The HVD Federal Association calls for the deletion without replacement of Section 219a of the German Criminal Code (StGB), which criminalizes so-called advertising for abortions, as well as age-independent access to free contraceptives. The draft law presented by the Federal Ministry of Justice and Consumer Protection (BMJV) to improve information on abortion does not even begin to meet the goal it has set itself of making it easier for affected women to access information on abortion and, in particular, to create legal certainty for doctors who perform abortions.
Unwanted pregnant women and the doctors who care for them need neither state bureaucratization nor dubious studies on mental well-being after abortions, but rather a supportive attitude and measures by the state to promote the right to self-determination in the context of reproductive health, according to a recent statement by the HVD Federal Presidium.
“The draft law that emerged as a compromise is unacceptable, as it continues to severely restrict doctors in their ability to provide information and unwanted pregnant women are denied low-threshold access to necessary information,” explains Dr. Ines P. Scheibe, member of the HVD Federal Presidium and co-founder of the Alliance for Sexual Self-Determination.

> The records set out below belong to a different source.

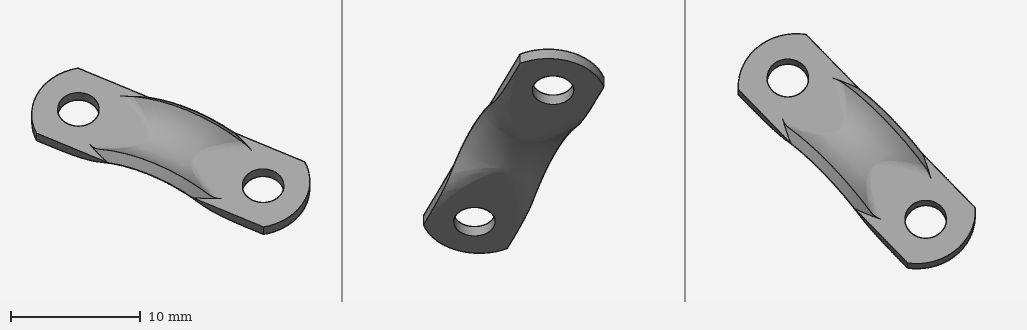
import cadquery as cq
import math

LENGTH = 23.0
WIDTH = 7.0
THICKNESS = 1.0
END_RADIUS = 4.5
HOLE_DIAMETER = 3.2
HOLE_SPACING = 16.0

SADDLE_TOP = 2.39
CHANNEL_RADIUS = 4.0
CHANNEL_HALF_ANGLE = math.radians(45)
RIDGE_ARCH_RADIUS = 10.5
TOP_BLEND_RADIUS = 0.75
UNDERSIDE_BLEND_RADIUS = TOP_BLEND_RADIUS + THICKNESS

outer_radius = CHANNEL_RADIUS + THICKNESS
ridge_y = CHANNEL_RADIUS * math.sin(CHANNEL_HALF_ANGLE)
section_centre_z = SADDLE_TOP + CHANNEL_RADIUS * math.cos(CHANNEL_HALF_ANGLE)
channel_floor_z = section_centre_z - CHANNEL_RADIUS
underside_z = section_centre_z - outer_radius
corner_y = outer_radius * math.sin(CHANNEL_HALF_ANGLE)
corner_z = section_centre_z - outer_radius * math.cos(CHANNEL_HALF_ANGLE)
arch_axis_z = SADDLE_TOP - RIDGE_ARCH_RADIUS


def strap(height):
    """Straight-sided strap with shallow round ends, standing on Z = 0."""
    half_width = WIDTH / 2
    tip_x = LENGTH / 2
    shoulder_x = tip_x - END_RADIUS + math.sqrt(END_RADIUS**2 - half_width**2)
    return (
        cq.Workplane("XY")
        .moveTo(-shoulder_x, -half_width)
        .lineTo(shoulder_x, -half_width)
        .threePointArc((tip_x, 0), (shoulder_x, half_width))
        .lineTo(-shoulder_x, half_width)
        .threePointArc((-tip_x, 0), (-shoulder_x, -half_width))
        .close()
        .extrude(height)
    )


def revolve_about_arch_axis(profile):
    """Turn a YZ profile a full turn about the arch axis."""
    return profile.close().revolve(360, (0, arch_axis_z), (1, arch_axis_z))


def below_channel():
    """Solid of revolution under the channel floor and its sloping end faces."""
    return revolve_about_arch_axis(
        cq.Workplane("YZ")
        .moveTo(-corner_y, arch_axis_z)
        .lineTo(-corner_y, corner_z)
        .lineTo(-ridge_y, SADDLE_TOP)
        .threePointArc((0, channel_floor_z), (ridge_y, SADDLE_TOP))
        .lineTo(corner_y, corner_z)
        .lineTo(corner_y, arch_axis_z)
    )


def below_underside():
    """Solid of revolution under the outer arc of the channel section."""
    return revolve_about_arch_axis(
        cq.Workplane("YZ")
        .moveTo(-corner_y, arch_axis_z)
        .lineTo(-corner_y, corner_z)
        .threePointArc((0, underside_z), (corner_y, corner_z))
        .lineTo(corner_y, arch_axis_z)
    )


def blend_saddle_edges(body, plane_z, radius):
    """Round the two spline edges where the saddle meets the strap face at plane_z."""
    tolerance = 0.01
    edges = [
        edge
        for edge in body.edges("%BSPLINE").vals()
        if abs(edge.Center().z - plane_z) < tolerance
    ]
    return body.newObject(edges).fillet(radius)


def screw_holes():
    return (
        cq.Workplane("XY")
        .pushPoints([(-HOLE_SPACING / 2, 0), (HOLE_SPACING / 2, 0)])
        .circle(HOLE_DIAMETER / 2)
        .extrude(THICKNESS)
    )


saddle = below_channel().intersect(strap(SADDLE_TOP))
clamp = strap(THICKNESS).union(saddle).cut(below_underside())
clamp = blend_saddle_edges(clamp, THICKNESS, TOP_BLEND_RADIUS)
clamp = blend_saddle_edges(clamp, 0, UNDERSIDE_BLEND_RADIUS)

result = clamp.cut(screw_holes())
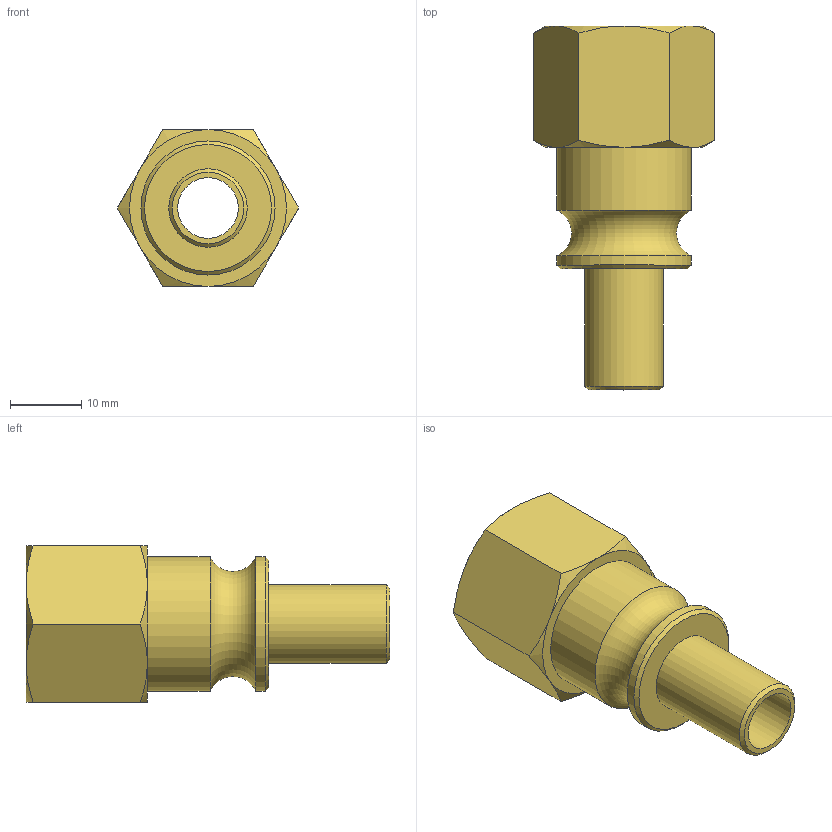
import cadquery as cq
import math

overall_length = 51.0

hex_across_flats = 22.0
hex_length = 17.0
hex_sides = 6
hex_chamfer_angle = 30.0

body_diameter = 18.8
stem_diameter = 11.0
stem_length = 17.0
stem_chamfer = 0.5
bore_diameter = 8.5

flange_chamfer = 0.5
flange_thickness = 1.8
groove_width = 6.4
groove_floor_diameter = 14.7

hex_start = overall_length - hex_length
hex_across_corners = hex_across_flats / math.cos(math.pi / hex_sides)
groove_start = stem_length + flange_thickness
groove_middle = groove_start + groove_width / 2
groove_end = groove_start + groove_width
body_radius = body_diameter / 2
stem_radius = stem_diameter / 2


def make_turned_body():
    """Stem, flange, groove and collar revolved from one half profile (radius, y)."""
    profile = (
        cq.Workplane("XY")
        .moveTo(0, 0)
        .lineTo(stem_radius - stem_chamfer, 0)
        .lineTo(stem_radius, stem_chamfer)
        .lineTo(stem_radius, stem_length)
        .lineTo(body_radius - flange_chamfer, stem_length)
        .lineTo(body_radius, stem_length + flange_chamfer)
        .lineTo(body_radius, groove_start)
        .threePointArc((groove_floor_diameter / 2, groove_middle), (body_radius, groove_end))
        .lineTo(body_radius, hex_start)
        .lineTo(0, hex_start)
        .close()
    )
    return profile.revolve(360, (0, 0, 0), (0, 1, 0))


def make_hexagon():
    """Hexagon with corners on the X axis, both ends chamfered by a cone."""
    prism = (
        cq.Workplane("XZ", origin=(0, hex_start, 0))
        .polygon(hex_sides, hex_across_corners)
        .extrude(-hex_length)
    )
    flat_radius = hex_across_flats / 2
    corner_radius = hex_across_corners / 2
    chamfer_length = (corner_radius - flat_radius) * math.tan(math.radians(hex_chamfer_angle))
    envelope = (
        cq.Workplane("XY")
        .moveTo(0, hex_start)
        .lineTo(flat_radius, hex_start)
        .lineTo(corner_radius, hex_start + chamfer_length)
        .lineTo(corner_radius, overall_length - chamfer_length)
        .lineTo(flat_radius, overall_length)
        .lineTo(0, overall_length)
        .close()
        .revolve(360, (0, 0, 0), (0, 1, 0))
    )
    return prism.intersect(envelope)


def make_bore():
    """Cylinder for the bore through the full length."""
    return cq.Workplane("XZ").circle(bore_diameter / 2).extrude(-overall_length)


result = make_turned_body().union(make_hexagon()).cut(make_bore())
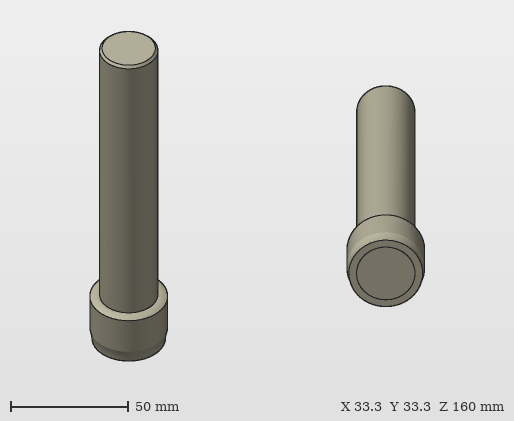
import cadquery as cq

total_length = 160.0
rod_diameter = 25.0
rod_chamfer = 1.1

collar_diameter = 33.3
collar_height = 24.0
collar_bottom_diameter = 31.5
lead_in_height = 5.8
crown_drop = 1.0
crown_inner_diameter = 27.5
crown_bulge = 0.2

rod_radius = rod_diameter / 2
collar_radius = collar_diameter / 2
collar_bottom_radius = collar_bottom_diameter / 2
crown_inner_radius = crown_inner_diameter / 2


def make_rod():
    """Plain cylindrical rod with a chamfered top end."""
    rod = cq.Workplane("XY").circle(rod_radius).extrude(total_length)
    return rod.faces(">Z").chamfer(rod_chamfer)


def make_collar():
    """Ring around the foot of the rod, with a crowned top and a concave lead-in."""
    rim_height = collar_height - crown_drop
    crown_middle = (
        (crown_inner_radius + collar_radius) / 2,
        (collar_height + rim_height) / 2 + crown_bulge,
    )
    lead_in_flare = collar_radius - collar_bottom_radius
    lead_in_middle = (collar_bottom_radius + lead_in_flare / 4, lead_in_height / 2)
    profile = (
        cq.Workplane("YZ")
        .moveTo(rod_radius, 0)
        .lineTo(collar_bottom_radius, 0)
        .threePointArc(lead_in_middle, (collar_radius, lead_in_height))
        .lineTo(collar_radius, rim_height)
        .threePointArc(crown_middle, (crown_inner_radius, collar_height))
        .lineTo(rod_radius, collar_height)
        .close()
    )
    return profile.revolve(360, (0, 0), (0, 1))


rod = make_rod()
collar = make_collar()

result = cq.Compound.makeCompound([rod.val(), collar.val()])

The so-called “advertising ban” was introduced into the German Criminal Code by the National Socialists in 1933; the law was retained in the Federal Republic of Germany. However, even a reference on the homepage of a doctor’s practice that the procedure is offered at all is considered “advertising”. In November 2017, gynaecologist Kristina Hänel from Giessen was sentenced to a fine for this information, and the paragraph has been the subject of heated debate ever since.
“For humanists, the current discussion about § 219a StGB shows how abortions in Germany continue to be a social taboo and criminalized, and how freedom of information and patients’ rights are being curtailed in our society,” continues Ines P. Scheibe.
The Humanist Association of Germany is a founding member of the Alliance for Sexual Self-Determination and had already called for the abolition of Section 219a in a broad alliance of associations in April 2018 and reaffirmed this in an open letter to the Federal Government in October 2018.